Start of EXTRACTED DATA

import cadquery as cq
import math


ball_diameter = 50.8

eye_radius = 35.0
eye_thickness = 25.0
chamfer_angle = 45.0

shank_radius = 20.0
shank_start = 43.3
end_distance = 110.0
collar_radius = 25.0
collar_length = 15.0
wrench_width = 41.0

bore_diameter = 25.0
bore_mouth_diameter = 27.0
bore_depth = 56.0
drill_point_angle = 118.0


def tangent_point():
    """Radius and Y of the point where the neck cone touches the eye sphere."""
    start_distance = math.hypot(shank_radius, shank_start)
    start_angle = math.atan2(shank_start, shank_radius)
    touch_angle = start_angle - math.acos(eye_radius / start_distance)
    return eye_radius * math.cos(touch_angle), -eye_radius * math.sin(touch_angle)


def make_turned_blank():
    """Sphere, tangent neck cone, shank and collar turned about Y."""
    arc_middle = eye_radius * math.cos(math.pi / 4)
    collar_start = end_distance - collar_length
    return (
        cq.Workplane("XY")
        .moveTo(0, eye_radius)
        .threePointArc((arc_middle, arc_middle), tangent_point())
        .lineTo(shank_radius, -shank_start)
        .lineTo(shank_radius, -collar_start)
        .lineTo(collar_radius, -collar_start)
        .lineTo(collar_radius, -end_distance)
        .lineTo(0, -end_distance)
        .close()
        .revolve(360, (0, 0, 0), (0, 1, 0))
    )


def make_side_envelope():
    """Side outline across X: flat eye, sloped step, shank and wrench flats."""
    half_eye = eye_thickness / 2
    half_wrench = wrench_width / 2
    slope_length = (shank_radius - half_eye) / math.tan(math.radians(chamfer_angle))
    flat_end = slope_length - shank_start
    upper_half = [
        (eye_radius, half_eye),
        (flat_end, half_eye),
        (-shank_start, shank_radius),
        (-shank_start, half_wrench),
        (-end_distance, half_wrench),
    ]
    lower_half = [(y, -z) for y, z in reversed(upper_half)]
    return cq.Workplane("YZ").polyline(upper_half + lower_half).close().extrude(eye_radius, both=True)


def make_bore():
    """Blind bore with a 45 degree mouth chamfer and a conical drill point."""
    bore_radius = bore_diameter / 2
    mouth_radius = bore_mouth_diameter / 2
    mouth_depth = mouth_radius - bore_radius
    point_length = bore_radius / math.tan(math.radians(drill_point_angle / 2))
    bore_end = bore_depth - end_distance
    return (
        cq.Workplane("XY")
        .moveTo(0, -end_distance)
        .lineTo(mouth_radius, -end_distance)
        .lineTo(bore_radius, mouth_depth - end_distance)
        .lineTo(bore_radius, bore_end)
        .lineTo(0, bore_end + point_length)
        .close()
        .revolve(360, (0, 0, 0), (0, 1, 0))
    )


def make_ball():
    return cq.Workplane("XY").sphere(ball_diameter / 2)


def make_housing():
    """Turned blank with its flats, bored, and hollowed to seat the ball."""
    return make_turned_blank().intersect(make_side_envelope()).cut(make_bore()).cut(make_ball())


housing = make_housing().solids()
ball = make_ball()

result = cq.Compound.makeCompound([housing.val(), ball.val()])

End of EXTRACTED DATA

**PROMPT**: Copy out each line of the data above, exactly, if it lies between the line holding "ball_diameter = 50.8" and the line holding "drill_point_angle = 118.0", inclusive; copy no other line.

**TASK RESULT**:
ball_diameter = 50.8

eye_radius = 35.0
eye_thickness = 25.0
chamfer_angle = 45.0

shank_radius = 20.0
shank_start = 43.3
end_distance = 110.0
collar_radius = 25.0
collar_length = 15.0
wrench_width = 41.0

bore_diameter = 25.0
bore_mouth_diameter = 27.0
bore_depth = 56.0
drill_point_angle = 118.0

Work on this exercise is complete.